▶ _DATASET ENTRIES_:
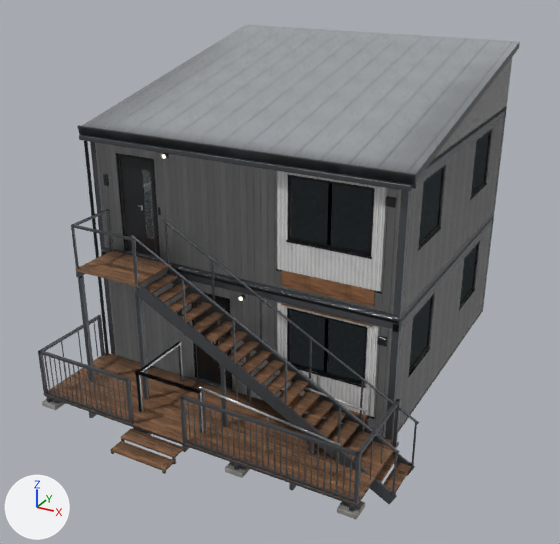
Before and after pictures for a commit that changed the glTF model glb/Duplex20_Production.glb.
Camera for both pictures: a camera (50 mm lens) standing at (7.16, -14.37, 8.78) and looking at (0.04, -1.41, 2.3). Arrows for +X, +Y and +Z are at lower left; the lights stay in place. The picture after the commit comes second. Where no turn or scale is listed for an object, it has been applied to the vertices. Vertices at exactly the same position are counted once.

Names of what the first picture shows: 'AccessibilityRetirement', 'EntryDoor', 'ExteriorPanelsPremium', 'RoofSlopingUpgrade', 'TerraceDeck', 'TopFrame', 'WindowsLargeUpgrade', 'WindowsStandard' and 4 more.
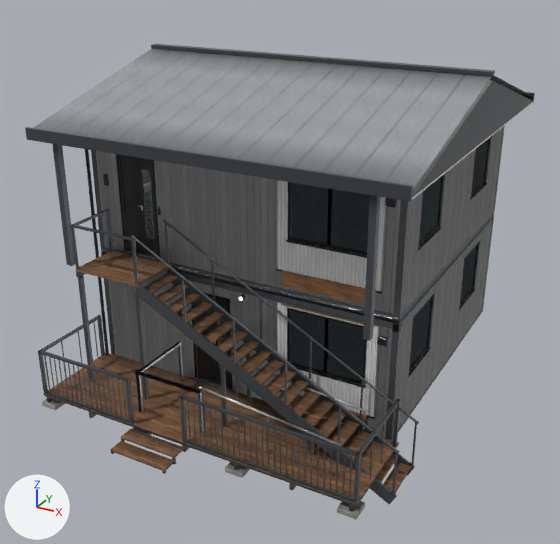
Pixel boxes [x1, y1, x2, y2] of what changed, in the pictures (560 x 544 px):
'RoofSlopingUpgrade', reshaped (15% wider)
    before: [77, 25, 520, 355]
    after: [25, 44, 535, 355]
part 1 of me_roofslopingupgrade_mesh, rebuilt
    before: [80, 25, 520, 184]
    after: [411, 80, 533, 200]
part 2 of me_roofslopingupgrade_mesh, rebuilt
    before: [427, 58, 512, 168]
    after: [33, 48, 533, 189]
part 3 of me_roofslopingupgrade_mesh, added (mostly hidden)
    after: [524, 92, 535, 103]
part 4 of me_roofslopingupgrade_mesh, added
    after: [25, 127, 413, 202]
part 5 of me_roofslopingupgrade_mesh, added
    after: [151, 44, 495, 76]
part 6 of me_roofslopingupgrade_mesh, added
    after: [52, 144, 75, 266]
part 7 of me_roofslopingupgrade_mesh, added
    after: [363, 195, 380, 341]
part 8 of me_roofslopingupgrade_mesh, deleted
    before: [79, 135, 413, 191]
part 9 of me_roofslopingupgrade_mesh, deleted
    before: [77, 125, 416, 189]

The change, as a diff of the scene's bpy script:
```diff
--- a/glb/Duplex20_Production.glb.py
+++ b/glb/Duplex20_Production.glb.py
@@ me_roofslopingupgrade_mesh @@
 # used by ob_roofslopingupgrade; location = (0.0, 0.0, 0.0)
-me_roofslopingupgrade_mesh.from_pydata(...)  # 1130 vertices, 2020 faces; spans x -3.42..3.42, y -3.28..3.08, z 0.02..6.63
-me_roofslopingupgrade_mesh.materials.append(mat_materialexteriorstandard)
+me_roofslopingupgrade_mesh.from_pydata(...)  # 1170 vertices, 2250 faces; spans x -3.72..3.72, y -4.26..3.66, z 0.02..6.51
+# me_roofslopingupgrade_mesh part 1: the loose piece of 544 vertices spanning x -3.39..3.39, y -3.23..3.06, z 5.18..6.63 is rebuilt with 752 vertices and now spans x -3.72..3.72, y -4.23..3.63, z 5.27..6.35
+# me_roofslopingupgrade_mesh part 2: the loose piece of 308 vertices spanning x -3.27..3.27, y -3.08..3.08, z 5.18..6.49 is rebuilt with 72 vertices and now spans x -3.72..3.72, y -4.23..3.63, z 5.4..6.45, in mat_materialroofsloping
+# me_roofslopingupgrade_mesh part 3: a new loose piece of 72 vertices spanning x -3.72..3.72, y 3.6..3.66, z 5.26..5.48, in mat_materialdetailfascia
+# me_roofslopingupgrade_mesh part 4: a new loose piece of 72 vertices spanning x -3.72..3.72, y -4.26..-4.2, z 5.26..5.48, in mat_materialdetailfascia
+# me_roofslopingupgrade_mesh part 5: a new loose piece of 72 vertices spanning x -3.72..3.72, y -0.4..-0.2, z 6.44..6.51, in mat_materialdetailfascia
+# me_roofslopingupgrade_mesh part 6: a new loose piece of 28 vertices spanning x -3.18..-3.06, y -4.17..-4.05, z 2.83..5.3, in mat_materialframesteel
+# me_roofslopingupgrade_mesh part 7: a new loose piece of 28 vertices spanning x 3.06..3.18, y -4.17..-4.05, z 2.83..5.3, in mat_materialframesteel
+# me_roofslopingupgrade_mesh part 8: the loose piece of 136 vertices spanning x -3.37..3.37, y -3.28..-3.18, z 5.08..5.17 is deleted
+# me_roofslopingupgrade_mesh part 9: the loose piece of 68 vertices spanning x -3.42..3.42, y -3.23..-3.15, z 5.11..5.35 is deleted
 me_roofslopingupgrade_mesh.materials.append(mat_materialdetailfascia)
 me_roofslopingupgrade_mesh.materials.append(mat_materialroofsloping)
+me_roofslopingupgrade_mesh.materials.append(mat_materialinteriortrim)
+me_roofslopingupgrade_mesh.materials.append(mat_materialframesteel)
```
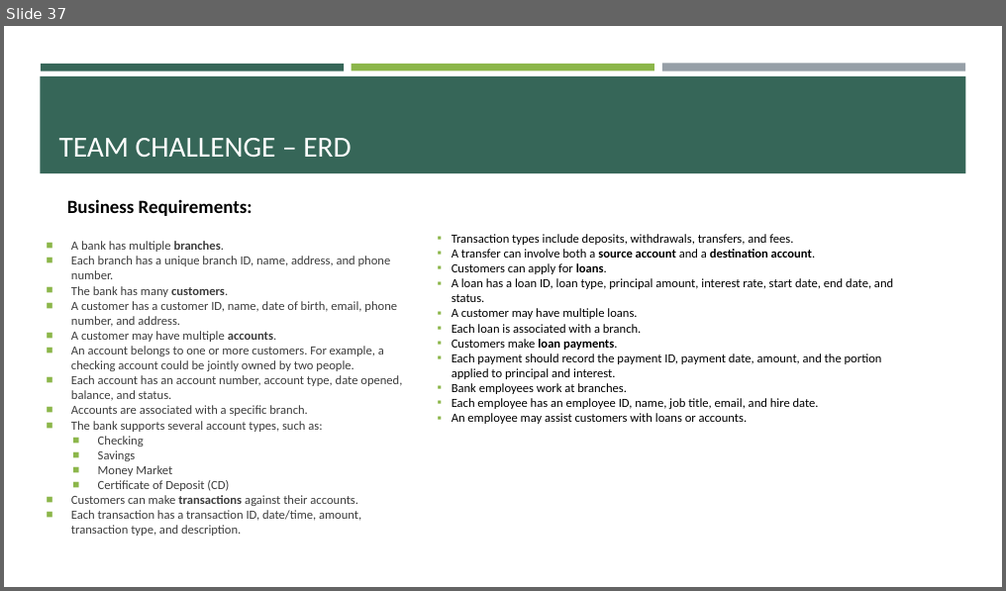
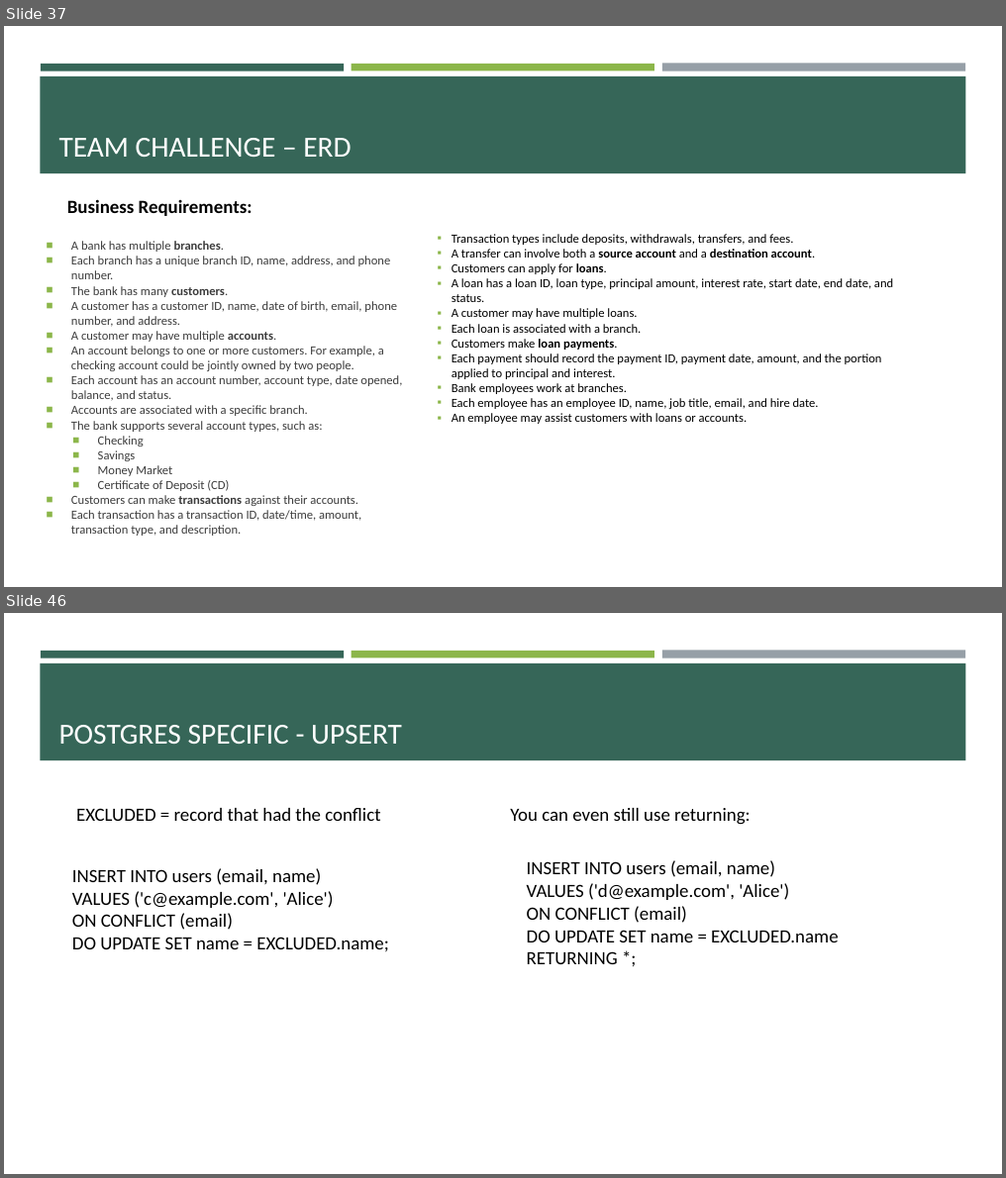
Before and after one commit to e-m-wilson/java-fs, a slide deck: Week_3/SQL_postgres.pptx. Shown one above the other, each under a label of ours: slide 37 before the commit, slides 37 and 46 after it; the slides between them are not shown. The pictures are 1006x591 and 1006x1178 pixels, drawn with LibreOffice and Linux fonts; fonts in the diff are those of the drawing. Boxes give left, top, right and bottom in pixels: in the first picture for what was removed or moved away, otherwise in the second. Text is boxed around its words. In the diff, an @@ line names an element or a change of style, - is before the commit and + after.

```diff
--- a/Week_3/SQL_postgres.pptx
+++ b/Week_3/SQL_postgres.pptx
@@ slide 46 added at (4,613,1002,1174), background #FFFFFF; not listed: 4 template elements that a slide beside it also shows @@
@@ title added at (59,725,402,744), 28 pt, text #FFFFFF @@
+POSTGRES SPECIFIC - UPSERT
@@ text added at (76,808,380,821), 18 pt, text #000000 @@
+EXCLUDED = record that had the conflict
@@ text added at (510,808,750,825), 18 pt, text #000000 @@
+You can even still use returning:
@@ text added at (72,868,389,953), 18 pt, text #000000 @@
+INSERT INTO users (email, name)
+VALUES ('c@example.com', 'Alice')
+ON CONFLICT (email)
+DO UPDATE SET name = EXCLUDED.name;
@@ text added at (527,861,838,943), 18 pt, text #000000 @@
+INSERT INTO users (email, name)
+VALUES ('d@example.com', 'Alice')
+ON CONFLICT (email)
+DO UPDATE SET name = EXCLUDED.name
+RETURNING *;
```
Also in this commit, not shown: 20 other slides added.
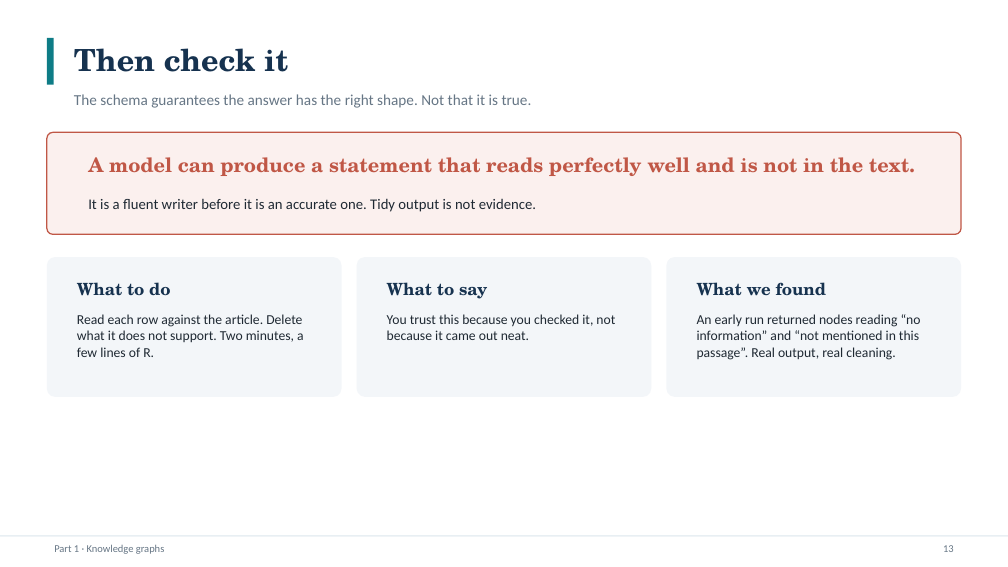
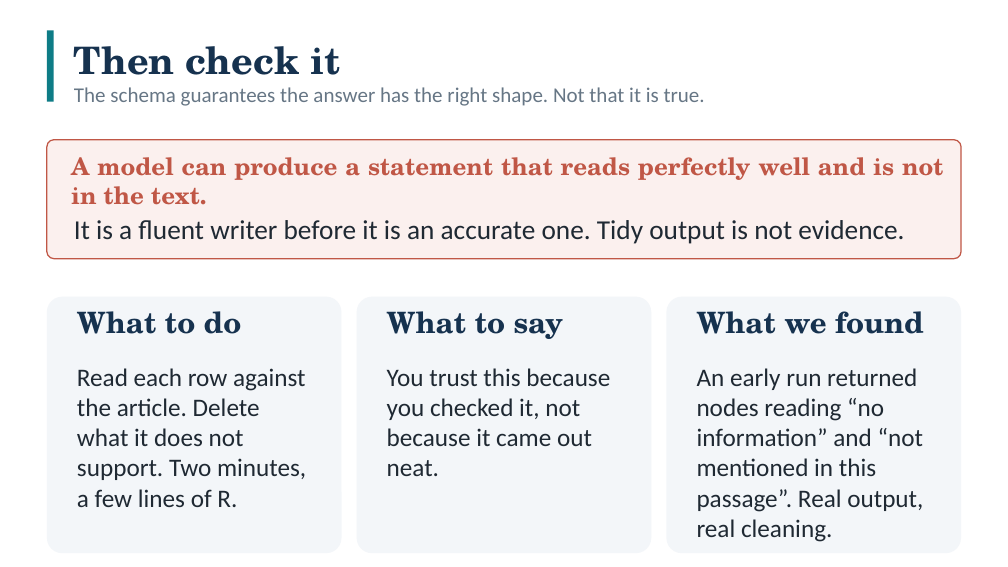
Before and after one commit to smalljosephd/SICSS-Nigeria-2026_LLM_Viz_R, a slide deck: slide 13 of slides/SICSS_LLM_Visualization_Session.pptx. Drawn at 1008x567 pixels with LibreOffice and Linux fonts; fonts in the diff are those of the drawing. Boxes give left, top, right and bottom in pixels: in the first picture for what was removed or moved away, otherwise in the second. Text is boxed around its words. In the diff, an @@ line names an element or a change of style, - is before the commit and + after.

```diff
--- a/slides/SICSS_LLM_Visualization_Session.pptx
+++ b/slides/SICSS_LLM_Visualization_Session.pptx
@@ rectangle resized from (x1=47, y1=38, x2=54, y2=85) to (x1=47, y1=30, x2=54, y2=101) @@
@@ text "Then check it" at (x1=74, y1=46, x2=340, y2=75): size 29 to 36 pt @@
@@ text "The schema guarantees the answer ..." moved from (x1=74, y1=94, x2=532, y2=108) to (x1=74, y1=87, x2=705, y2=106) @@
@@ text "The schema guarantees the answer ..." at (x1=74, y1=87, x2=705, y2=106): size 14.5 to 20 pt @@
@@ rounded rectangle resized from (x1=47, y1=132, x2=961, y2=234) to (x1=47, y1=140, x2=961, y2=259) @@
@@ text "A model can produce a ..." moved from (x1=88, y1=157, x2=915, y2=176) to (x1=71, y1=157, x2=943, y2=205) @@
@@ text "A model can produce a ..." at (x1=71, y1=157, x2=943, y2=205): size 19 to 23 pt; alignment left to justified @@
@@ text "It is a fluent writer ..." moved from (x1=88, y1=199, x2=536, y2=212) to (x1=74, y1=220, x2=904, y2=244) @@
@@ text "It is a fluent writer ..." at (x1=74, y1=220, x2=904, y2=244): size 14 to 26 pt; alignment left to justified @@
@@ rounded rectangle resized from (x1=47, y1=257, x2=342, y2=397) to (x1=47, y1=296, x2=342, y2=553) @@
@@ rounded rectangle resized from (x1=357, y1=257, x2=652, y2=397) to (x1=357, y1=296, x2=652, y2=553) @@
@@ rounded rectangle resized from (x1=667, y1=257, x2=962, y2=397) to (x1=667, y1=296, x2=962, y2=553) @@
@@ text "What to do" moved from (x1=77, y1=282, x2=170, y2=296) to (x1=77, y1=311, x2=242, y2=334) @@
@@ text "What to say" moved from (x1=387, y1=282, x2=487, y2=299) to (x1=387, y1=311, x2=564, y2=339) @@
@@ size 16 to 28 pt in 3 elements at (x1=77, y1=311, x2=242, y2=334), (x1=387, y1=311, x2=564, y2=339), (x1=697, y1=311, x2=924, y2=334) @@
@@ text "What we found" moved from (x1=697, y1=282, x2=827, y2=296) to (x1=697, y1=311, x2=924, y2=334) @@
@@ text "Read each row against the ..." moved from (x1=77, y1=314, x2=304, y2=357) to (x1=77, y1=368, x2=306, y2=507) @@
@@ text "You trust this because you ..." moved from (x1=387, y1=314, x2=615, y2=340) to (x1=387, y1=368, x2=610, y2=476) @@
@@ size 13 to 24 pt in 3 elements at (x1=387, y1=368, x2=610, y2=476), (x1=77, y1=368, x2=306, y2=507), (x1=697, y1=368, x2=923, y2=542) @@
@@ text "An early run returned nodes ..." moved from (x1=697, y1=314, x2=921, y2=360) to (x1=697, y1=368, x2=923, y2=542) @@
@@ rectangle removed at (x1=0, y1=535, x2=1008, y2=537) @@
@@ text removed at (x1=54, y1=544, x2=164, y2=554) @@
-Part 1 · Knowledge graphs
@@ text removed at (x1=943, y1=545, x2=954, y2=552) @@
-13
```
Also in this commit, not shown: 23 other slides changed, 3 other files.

▶ _DIRECTIONS_:
Copy out, from the listing above, every line that contains the string "rebuilt".

▶ _EXERCISE SOLUTION_:
part 1 of me_roofslopingupgrade_mesh, rebuilt
part 2 of me_roofslopingupgrade_mesh, rebuilt
+# me_roofslopingupgrade_mesh part 1: the loose piece of 544 vertices spanning x -3.39..3.39, y -3.23..3.06, z 5.18..6.63 is rebuilt with 752 vertices and now spans x -3.72..3.72, y -4.23..3.63, z 5.27..6.35
+# me_roofslopingupgrade_mesh part 2: the loose piece of 308 vertices spanning x -3.27..3.27, y -3.08..3.08, z 5.18..6.49 is rebuilt with 72 vertices and now spans x -3.72..3.72, y -4.23..3.63, z 5.4..6.45, in mat_materialroofsloping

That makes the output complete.